Que peut faire Blair?

Il n’est pas sûr non plus que Tony Blair puisse suivre Bush cette fois-ci. En effet, le Premier ministre britannique doit quitter son poste dans l’année ou les deux années à venir et sa décision d’engager le Royaume-Uni aux côtés des Etats-Unis en Irak l’a largement discrédité tant auprès de l’opinion publique britannique que des députés de sa majorité travailliste à la Chambre des communes. De plus en plus d’officiers -ayant atteint l’âge de la retraite, n’hésitent pas à dire qu’ils considèrent la guerre en Irak comme une action criminelle, l’un d’entre eux ayant été jusqu’à suggérer qu’il conviendrait de traduire Tony Blair devant la Haute Cour de Justice pour trahison. Les mêmes voix, fort respectées, d’officiers supérieurs américains ayant atteint l’âge de la retraite se font entendre outre-atlantique. Il est certain que de nombreux hauts responsables européens et américains, tous pays confondus, sont très inquiets à l’idée que l’Iran puisse acquérir l’arme nucléaire mais de là à appuyer une attaque militaire contre les installations nucléaires iraniennes il y a un pas que peu accepteront de franchir.


Peut-on vivre avec l’Iran nucléaire?

Peut-on vivre avec un Iran nucléaire? Sans doute oui. Les raisons sont multiples: tout d’abord, il est improbable que ses voisins, la Turquie, l’Arabie saoudite ou l’Egypte puissent mobiliser des ressources suffisantes pour une course au nucléaire régional. La première est membre de l’Otan et dépend du parapluie nucléaire américain face à la Russie, l’Arabie saoudite n’en a pas les capacités techniques même si elle en a les moyens monétaires, l’Egypte est trop endettée et dépendante de l’aide américaine pour se lancer dans pareille aventure.

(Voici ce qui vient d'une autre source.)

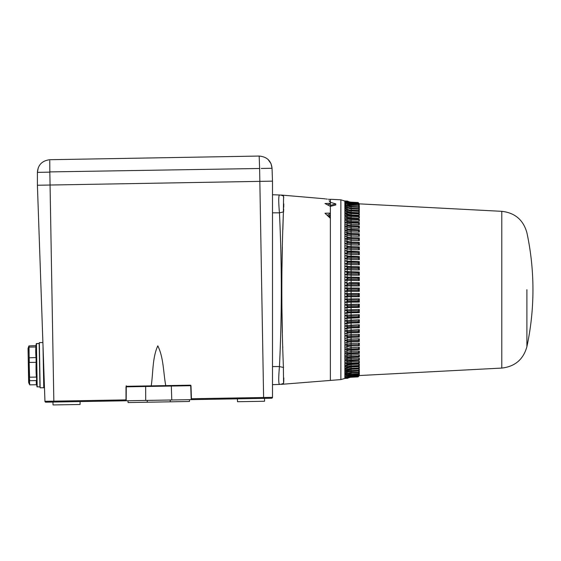 <?xml version="1.0" encoding="UTF-8"?>
<svg xmlns="http://www.w3.org/2000/svg" width="561" height="561" viewBox="0 0 561 561"><rect width="100%" height="100%" fill="white"/><g stroke="black" fill="none" stroke-linecap="round" stroke-linejoin="round"><path stroke-width="0.84" d="M526.898 289.7L526.898 346.677C523.343 359.447 514.97 366.578 501.793 368.072L359.313 375.54L358.114 376.873L351.137 377.237A7.777 7.777 0 0 0 347.659 378.268L347.575 378.121M347.561 377.883A8.043 8.029 0 0 0 347.525 377.904L344.917 378.296M358.731 373.724L359.313 373.689L359.313 374.313L358.135 375.344L351.137 375.688L347.652 376.712L344.917 376.487L344.917 377.111M347.624 375.512L347.525 375.106L344.847 375.211L344.84 376.038L344.84 375.218L347.021 373.998M347.617 373.984L347.525 373.514L344.847 373.556L344.84 374.587L344.84 373.563L347.021 372.329M347.603 372.118L347.525 371.599L344.917 371.536L344.917 372.749M347.589 369.93L347.021 368.128L344.84 369.271L344.917 368.219M347.547 364.636L347.525 363.942L344.84 363.717L344.84 368.24L347.056 367.658L347.056 367.041L344.84 366.642L344.84 368.24M347.589 361.536L351.13 360.688L351.123 359.931A8.043 6.508 0 0 0 347.525 360.793L347.021 359.482L351.074 358.507L359.313 358.156L359.313 360.106L351.13 360.688A8.043 6.508 0 0 0 347.525 361.543L347.525 360.793L344.84 360.499L344.917 363.682L351.074 361.642L359.313 361.277L359.313 363.051L358.248 363.437L359.313 361.277M347.021 354.741L347.021 356.032L351.074 355.106L359.313 354.769L359.313 356.887L351.13 357.357A8.043 6.199 0 0 0 347.525 358.17L347.021 356.032L344.84 356.999L344.84 355.506L347.056 354.734L347.056 353.858L344.847 353.234L344.84 355.506L344.847 353.234M347.448 354.538L351.123 353.753L351.123 352.883A8.043 5.862 0 0 0 347.525 353.654L347.021 352.322L351.074 351.445L359.313 351.13L359.313 353.395L351.123 353.753A8.043 5.862 0 0 0 347.525 354.531L347.525 353.654L347.056 353.858M359.313 345.681L351.123 345.821L351.123 344.833A8.043 5.126 0 0 0 347.525 345.513L347.021 344.174L351.074 343.402L359.313 343.129L359.313 345.681L351.123 345.821A8.043 5.126 0 0 0 347.525 346.502L347.525 345.513L344.847 344.973L344.84 347.525L347.525 346.502L347.056 346.677L347.056 345.688M348.977 341.951L351.123 341.516A8.043 4.726 0 0 0 347.525 342.14A0.905 0.365 -108.7 0 0 347.659 341.761A0.905 0.365 -108.7 0 0 347.525 341.109L344.847 340.506L344.84 343.185L347.525 342.14L347.056 342.301L347.056 341.263L347.056 342.301L344.847 343.185L344.84 340.506L347.021 339.77L351.074 339.061L359.313 338.802L359.313 341.488L351.074 341.74L347.021 342.441L347.021 344.174L344.84 344.973L344.847 347.518L347.631 346.165M359.313 332.498L358.367 332.119L351.123 332.301L351.123 331.186A8.043 3.871 0 0 0 347.525 331.698L347.021 330.387L359.313 329.595L359.313 332.498L351.074 332.708L351.123 332.301A8.043 3.871 0 0 0 347.525 332.82A0.905 0.4 -105.5 0 0 347.659 332.364A0.905 0.4 -105.5 0 0 347.525 331.698L344.847 330.99L344.84 333.886L347.525 332.82L347.056 332.946L347.056 331.824M359.313 327.743L358.367 327.273L351.123 327.435L351.123 326.278A8.043 3.422 0 0 0 347.525 326.733L347.021 325.443L359.313 324.742L359.313 327.743L351.074 327.926L351.123 327.435A8.043 3.422 0 0 0 347.525 327.89A0.905 0.407 -103.8 0 0 347.659 327.407A0.905 0.407 -103.8 0 0 347.525 326.733L344.847 325.976L344.84 328.97L347.021 328.437L347.525 327.89L347.056 328.01L347.056 326.853M359.313 322.834L358.367 322.28L351.123 322.421L351.123 321.236A8.043 2.959 0 0 0 347.525 321.628L347.021 320.359L359.313 319.756L359.313 322.834L351.074 322.996L351.123 322.421A8.043 2.959 0 0 0 347.525 322.813A0.905 0.421 -102 0 0 347.659 322.302A0.905 0.421 -102 0 0 347.525 321.628L344.847 320.822L344.84 323.9L347.021 323.431L347.525 322.813L347.056 322.912L347.056 321.726M347.659 317.07A0.905 0.428 -100.1 0 0 347.525 316.39L347.021 315.156L359.313 314.644L359.313 317.799L347.021 318.297L347.525 317.603A0.905 0.428 -100.1 0 0 347.659 317.07L347.631 317.105M359.313 312.645L358.367 311.93L351.123 312.021L351.123 310.787A8.043 1.999 0 0 0 347.525 311.046L347.021 309.847L359.313 309.441L359.313 312.645L351.074 312.757L351.123 312.021A8.043 1.999 0 0 0 347.525 312.288A0.905 0.435 -98.2 0 0 347.659 311.727A0.905 0.435 -98.2 0 0 347.525 311.046L344.847 310.163L344.84 313.368L347.056 312.358L347.056 311.117M359.313 302.099L358.367 301.222L351.123 301.271L351.123 300.002A8.043 1.01 0 0 0 347.525 300.135L347.021 299.02L359.313 298.817L359.313 302.099L351.074 302.155L351.123 301.271A8.043 1.01 0 0 0 347.525 301.404A0.905 0.449 -94.1 0 0 347.659 300.801A0.905 0.449 -94.1 0 0 347.525 300.135L344.847 299.181L344.84 302.463L347.021 302.302L347.525 301.404L347.056 301.439L347.056 300.17M359.313 296.741L358.367 295.794L351.123 295.815L351.123 294.539A8.043 0.505 0 0 0 347.525 294.609L347.021 293.543L359.313 293.438L359.313 296.741L351.074 296.769L351.123 295.815A8.043 0.505 0 0 0 347.525 295.885A0.905 0.449 -92.1 0 0 347.659 295.261A0.905 0.449 -92.1 0 0 347.525 294.609L344.847 293.62L344.84 296.923L347.021 296.846L347.525 295.885L347.056 295.899L347.056 294.623L347.413 294.855M359.313 291.355L358.367 290.339L351.123 290.339L351.123 289.062L358.367 289.062L358.114 289.7L359.313 288.045L359.313 291.355L351.074 291.355L351.123 290.339L347.525 290.339A0.905 0.449 -90 0 0 347.659 289.7A0.905 0.449 -90 0 0 347.525 289.062L347.056 289.062L347.631 289.7L347.056 290.339L347.056 289.062L347.631 289.7M359.313 285.963L358.121 284.287L359.313 282.66L359.313 285.963L351.074 285.935L351.123 284.862A8.043 0.505 0 0 1 347.525 284.792A0.905 0.449 -87.9 0 0 347.659 284.139A0.905 0.449 -87.9 0 0 347.525 283.515L344.84 282.478L344.84 285.78L347.056 284.778L347.056 283.501L347.42 283.733M347.525 279.266A0.905 0.449 -85.9 0 0 347.659 278.6A0.905 0.449 -85.9 0 0 347.525 277.997L347.021 277.099L344.84 276.938L344.84 280.227L347.021 280.381L347.525 279.266A8.043 1.01 0 0 0 351.123 279.399L351.123 278.13L358.367 278.179L359.313 277.302L347.021 277.099L347.525 273.775A0.905 0.442 -83.8 0 0 347.659 273.102A0.905 0.442 -83.8 0 0 347.525 272.52L347.056 272.471L347.056 273.726L347.056 272.471L344.84 271.454L344.84 274.701L347.525 273.775A8.043 1.508 0 0 0 351.123 273.978L351.123 272.723L358.367 272.793L359.313 271.994L344.84 271.454L344.84 274.701L347.021 274.939L351.074 275.163L351.123 273.978L358.367 274.049L358.367 272.793M359.313 269.96L358.142 268.249L359.313 266.755L359.313 269.96L351.074 269.855L351.123 268.614A8.043 1.999 0 0 1 347.525 268.354A0.905 0.435 -81.8 0 0 347.659 267.674A0.905 0.435 -81.8 0 0 347.525 267.113L347.056 267.043L347.631 267.667M359.313 264.757L358.156 263.046L359.313 261.601L359.313 264.757L351.074 264.624L351.123 263.34A8.043 2.482 0 0 1 347.525 263.011A0.905 0.428 -79.9 0 0 347.659 262.331L347.056 262.927L347.056 261.714L347.631 262.296M358.22 258.06L358.367 257.12L359.313 256.566L359.313 259.645L351.074 259.491L351.123 258.172A8.043 2.959 0 0 1 347.525 257.78A0.905 0.421 -78 0 0 347.659 257.099A0.905 0.421 -78 0 0 347.525 256.587L344.84 255.507L344.84 258.579L347.056 257.674L347.056 256.489M359.313 254.659L358.199 252.969L358.367 252.127L359.313 251.658L359.313 254.659L351.074 254.477L351.123 253.123A8.043 3.422 0 0 1 347.525 252.667A0.905 0.407 -76.2 0 0 347.659 251.994L347.575 252.184M359.313 249.806L358.22 248.144L358.367 247.282L359.313 246.903L359.313 249.806L351.074 249.596L351.123 248.221A8.043 3.871 0 0 1 347.525 247.703A0.905 0.4 -74.5 0 0 347.659 247.036A0.905 0.4 -74.5 0 0 347.525 246.581L344.84 245.515L344.84 248.411L344.847 245.515L347.056 246.454L347.056 247.576L344.84 248.411L347.021 249.021L347.427 247.373M359.313 240.599L358.276 239L358.367 238.109L359.313 237.913L359.313 240.599L351.074 240.339L351.123 238.923A8.043 4.726 0 0 1 347.525 238.292A0.905 0.365 -71.3 0 0 347.659 237.64A0.905 0.365 -71.3 0 0 347.525 237.261L344.84 236.216L344.84 238.895L347.056 238.137L347.056 237.1M359.313 228.271L358.367 226.798L358.367 225.922L359.313 226.006L359.313 228.271L351.074 227.955L351.123 226.518A8.043 5.862 -0 0 1 347.525 225.746L347.659 225.136L347.056 225.543L347.056 224.666L344.847 223.902L344.84 226.16L344.84 230.178L347.021 231.041L347.659 229.07L347.056 229.512L347.056 228.579L344.84 227.766L344.84 230.178L347.525 229.694A8.043 5.505 0 0 0 351.123 230.424L351.123 229.491L359.313 229.744L348.612 229.119M359.313 224.631L358.367 223.159L358.367 222.345L359.313 222.521L359.313 224.631L351.074 224.295L351.123 222.864A8.043 6.199 -0 0 1 347.525 222.044L347.49 221.23M359.313 221.244L358.367 219.028L359.313 219.295L359.313 221.244L351.074 220.894L351.123 219.47A8.043 6.508 -0 0 1 347.525 218.608L347.518 217.857M359.313 218.124L358.367 215.992L359.313 216.35L359.313 218.124L351.074 217.759L351.123 216.357A8.043 6.788 -0 0 1 347.525 215.459L347.547 214.765M359.313 215.291L358.367 213.25L359.313 213.699L359.313 215.291L351.074 214.912L351.123 213.531A8.043 7.048 -0 0 1 347.525 212.598L347.568 211.967M359.313 212.752L358.367 210.81L359.313 211.343L359.313 212.752L351.074 212.36L351.123 211.006A8.043 7.279 -0 0 1 347.525 210.045L347.589 209.47M359.313 210.515L358.367 208.678L359.313 209.295L359.313 210.515L351.074 210.116L351.123 208.797A8.043 7.475 -0 0 1 347.525 207.801L347.603 207.282M359.313 208.594L358.367 206.862L359.313 207.57L359.313 208.594L351.074 208.18L351.123 206.897A8.043 7.651 -0 0 1 347.525 205.887L347.617 205.417M351.081 206.406L351.123 205.333A8.043 7.791 -0 0 1 347.525 204.295L347.624 203.888M351.116 202.851L351.123 202.64A8.043 8.029 -0 0 1 347.525 201.581L347.196 201.308M351.13 202.339L351.137 202.163A7.777 7.777 0 0 1 347.659 201.133L344.847 200.971L347.329 201.252M335.766 203.867L335.766 204.982L330.38 206.371L330.38 213.117L324.987 213.243L330.38 218.306L330.38 380.134L330.38 205.417L335.766 203.867L330.38 202.325L330.38 206.371L324.987 203.517L330.38 203.278M344.847 315.541L344.847 318.69L347.056 317.687L347.056 316.474L344.84 315.541L344.84 318.69L347.021 318.297L347.525 317.603A8.043 2.482 0 0 1 351.123 317.274L351.123 316.06L358.367 315.941L359.313 314.644M344.917 340.478L344.84 338.634L347.525 337.575A0.905 0.379 -107.2 0 0 347.659 337.154A0.905 0.379 -107.2 0 0 347.525 336.495L344.847 335.836L344.84 338.634L347.056 337.722L347.056 336.642M344.84 377.925L347.056 377.693L344.917 377.462L344.917 377.876M344.987 378.331L347.329 378.149M345.296 377.876L344.847 378.338L347.056 378.093M347.056 375.365L346.053 375.842M344.847 369.264L344.84 370.674L347.056 370.148L347.056 369.601L344.847 369.264L344.917 371.536L351.074 369.285L359.313 368.886L359.313 370.106L358.177 370.807L359.313 368.886M344.847 356.999L344.84 359.11L347.056 358.381L347.056 357.567L344.847 356.999L344.917 360.464L347.021 359.482L347.021 358.395M347.021 350.835L347.021 352.322L344.84 353.241M348.977 346.186L351.074 345.955L351.074 347.54L344.84 349.223L344.917 353.206M348.977 332.876L351.074 332.708L347.021 333.283L347.021 335.162L351.074 334.517L359.313 334.286L359.313 337.084L351.074 337.315L351.123 335.92A8.043 4.313 0 0 0 347.525 336.495L347.021 335.169L344.84 335.843L344.84 338.634M348.977 328.08L351.074 327.926L347.021 328.43L347.021 330.38L344.84 330.99L344.847 333.886L347.427 332.729M348.977 323.122L351.074 322.996L347.021 323.431L347.021 325.443L344.84 325.976L344.847 328.97L347.631 327.421M347.021 318.297L347.021 320.359L344.84 320.822L344.847 323.893L347.631 322.309M349.026 302.197L351.074 302.155L347.021 302.302L347.021 304.462L359.313 304.153L359.313 307.407L351.074 307.491L351.123 306.685A8.043 1.508 0 0 0 347.525 306.881A0.905 0.442 -96.2 0 0 347.659 306.299A0.905 0.442 -96.2 0 0 347.525 305.626L347.021 304.462L344.84 304.7L344.84 307.947L347.021 307.716L347.021 309.847L344.84 310.163L344.84 313.368M349.04 296.79L351.074 296.769L347.021 296.846L347.021 299.02L344.84 299.181L344.847 302.463L347.056 301.439M347.056 289.062L344.847 288.045L344.84 291.355L347.021 291.355L347.021 293.543L344.84 293.62L344.847 296.923L347.056 295.899M358.346 353.479L358.367 352.603L351.123 352.883L351.074 347.54L359.313 347.245L359.313 349.657L348.626 350.274M347.568 367.434L347.021 365.541L351.074 364.489L359.313 364.11L359.313 365.702L358.22 366.193L359.313 364.11M347.021 367.665L347.021 368.128L351.074 367.041L359.313 366.649L359.313 368.058L358.199 368.654L359.313 366.649M348.542 371.698L359.313 370.807L359.313 371.831L358.156 372.644L359.313 370.807M358.472 372.455L359.313 372.413L359.313 373.24L358.142 374.159L359.313 372.413M358.935 374.657L359.313 375.057L358.121 376.186L359.313 374.636M359.103 375.26L358.121 376.697L359.313 375.246M358.114 376.873L359.313 375.519M358.367 376.382L351.123 376.761L358.121 376.697M358.367 375.828L351.123 376.2L351.137 376.55L358.121 376.186M358.135 375.344L359.313 373.689M351.123 374.39L358.142 374.159M351.123 372.897L358.156 372.644M351.123 371.08L358.177 370.807M351.123 368.935L358.199 368.654M347.652 367.357A8.043 7.048 0 0 1 351.123 366.487L358.22 366.193M358.367 362.722L351.123 363.044L351.13 363.752L358.248 363.437M358.276 360.386L359.313 358.156M358.311 357.062L359.313 354.769M359.313 349.657L358.367 349.65L358.346 348.746L359.313 347.245M358.367 345.576L358.311 344.678L359.313 343.129M359.313 341.488L358.367 341.291L358.276 340.401L359.313 338.802M359.313 337.084L358.367 336.796L358.248 335.92L359.313 334.286M351.074 327.926L351.123 331.186L358.367 330.997L358.367 332.119L358.22 331.256L359.313 329.595M358.367 327.273L358.199 326.432L359.313 324.742M358.367 322.28L358.177 321.453L359.313 319.756M359.313 317.799L358.367 317.161L358.367 315.941M358.367 311.93L358.142 311.152L359.313 309.441M359.313 307.407L358.135 305.864L359.313 304.153M358.367 301.222L358.121 300.514L359.313 298.817M358.367 295.794L358.121 295.114L359.313 293.438M359.313 277.302L359.313 280.591L358.121 278.887L358.367 278.179M359.313 242.317L359.313 245.115L358.248 243.481L358.367 242.604L359.313 242.317L351.074 242.086L344.84 240.767L344.84 243.565L347.056 242.759L347.056 241.679L344.847 240.767L344.847 243.565L347.021 244.238L347.525 242.906A0.905 0.379 -72.8 0 0 347.659 242.247A0.905 0.379 -72.8 0 0 347.525 241.826L347.056 241.679M359.313 233.72L359.313 236.272L358.311 234.722L358.367 233.825L359.313 233.72L351.074 233.446L344.84 231.875L344.84 234.428L347.056 233.713L347.056 232.724L344.847 231.882L344.84 234.428L347.021 235.227L347.659 233.25L347.056 232.724M359.313 229.744L359.313 232.156L358.346 230.655L358.367 229.751M351.088 204.884L351.123 204.099A8.043 7.903 -0 0 1 347.525 203.047L347.603 202.661L344.84 202.248L344.84 202.865L347.603 202.661M351.102 203.699L351.123 203.201A8.043 7.98 -0 0 1 347.525 202.142L344.84 201.476L344.84 201.89L347.617 201.806M347.631 233.264L347.056 233.713L347.525 233.888A8.043 5.126 0 0 0 351.123 234.568L351.123 233.579L358.367 233.825M346.929 369.587L347.504 369.299L347.126 369.615M351.074 225.641L351.074 224.295L344.84 222.401L347.056 221.833L347.056 221.02L344.847 220.291L344.84 222.401L344.917 218.937L347.021 219.919L347.525 218.608L347.056 217.64L347.056 218.39L344.917 218.937M347.021 224.659L347.525 222.044L347.056 221.833L347.624 221.504M348.977 277.204L347.021 277.099M348.942 271.84L347.021 271.685L347.525 268.354L347.056 268.284L347.056 267.043L344.84 266.033L344.84 269.238L347.056 268.284M347.624 267.751L347.063 268.277M348.977 266.559L344.84 266.033M348.977 261.363L344.84 260.711L344.84 263.859L347.525 263.011L347.021 264.252L351.074 264.624L351.074 266.643L359.313 266.755M347.631 257.092L347.056 257.674L347.525 257.78L347.021 259.042L344.917 258.6L344.917 260.725M348.977 256.279L344.84 255.507L344.917 258.6M347.434 252.338L347.056 252.548L347.056 251.391L344.84 250.43L344.84 253.425L347.525 252.667L347.021 253.965L344.917 253.446L344.917 255.521M348.977 251.321L344.84 250.43L344.917 253.446M359.313 246.903L358.367 247.282L351.123 247.099L351.074 246.693L359.313 246.903M348.977 246.524L347.126 246.146M348.977 241.889L347.126 241.475M348.977 237.45L344.84 236.216L344.84 238.895L351.074 240.339L351.123 242.401L358.367 242.604M348.97 233.215L347.021 232.682L347.021 231.041L351.074 231.861L351.123 230.424L358.367 230.683M344.84 216.96L344.84 218.902L344.847 216.96L347.056 217.64M347.056 211.742L347.056 212.36L347.056 211.742L344.84 211.16L344.84 212.759L347.525 212.598L347.021 213.86L344.917 212.794L344.917 213.93M344.847 204.821L344.847 205.845L347.056 205.628L347.056 205.228L344.84 204.814L344.84 205.838L347.021 207.037L347.525 205.887L347.056 205.628M344.917 203.405L344.847 204.19L347.056 203.713L344.84 203.363L344.84 204.183L347.021 205.403M347.056 201.224L344.84 201.266L347.056 201.308L347.427 201.757M281.313 384.348L340.871 379.587L340.871 199.814L344.987 201.069M358.234 202.802L359.313 203.881L358.114 202.535L351.137 202.163M344.917 201.104L345.296 201.525M347.659 201.308L351.123 202.64L358.367 202.942L359.313 204.155L358.367 202.942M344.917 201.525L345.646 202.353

Si l’Iran permettait à un groupe terroriste d’utiliser son arme nucléaire, la vengeance serait terrible – elle détruirait le pays; de même on imagine difficilement l’Iran exercer un chantage sur des alliés américains comme le Koweït ou l’Arabie saoudite sans réaction américaine. Enfin, tout signe que l’Iran était sérieusement décidé à utiliser son éventuel arsenal nucléaire provoquerait une attaque préventive massive tant d’Israël que des Etats-Unis. Vivre avec un Iran nucléarisé ne serait pas commode mais quant à savoir si cela reviendrait à enterrer le monde tel que nous le connaissons, c’est une autre affaire. En tout état de cause, la notion même d’attaque limitée a peu de sens. Les sites iraniens sont très dispersés et une frappe limitée mènerait vite à une escalade militaire. Il n’est pas sûr dans ces circonstances que l’opinion arabe, même si elle n’aime guère les chiites iraniens, ne s’emballe pas contre les Etats-Unis. En cas de frappe même limitée, le cours du baril s’envolera.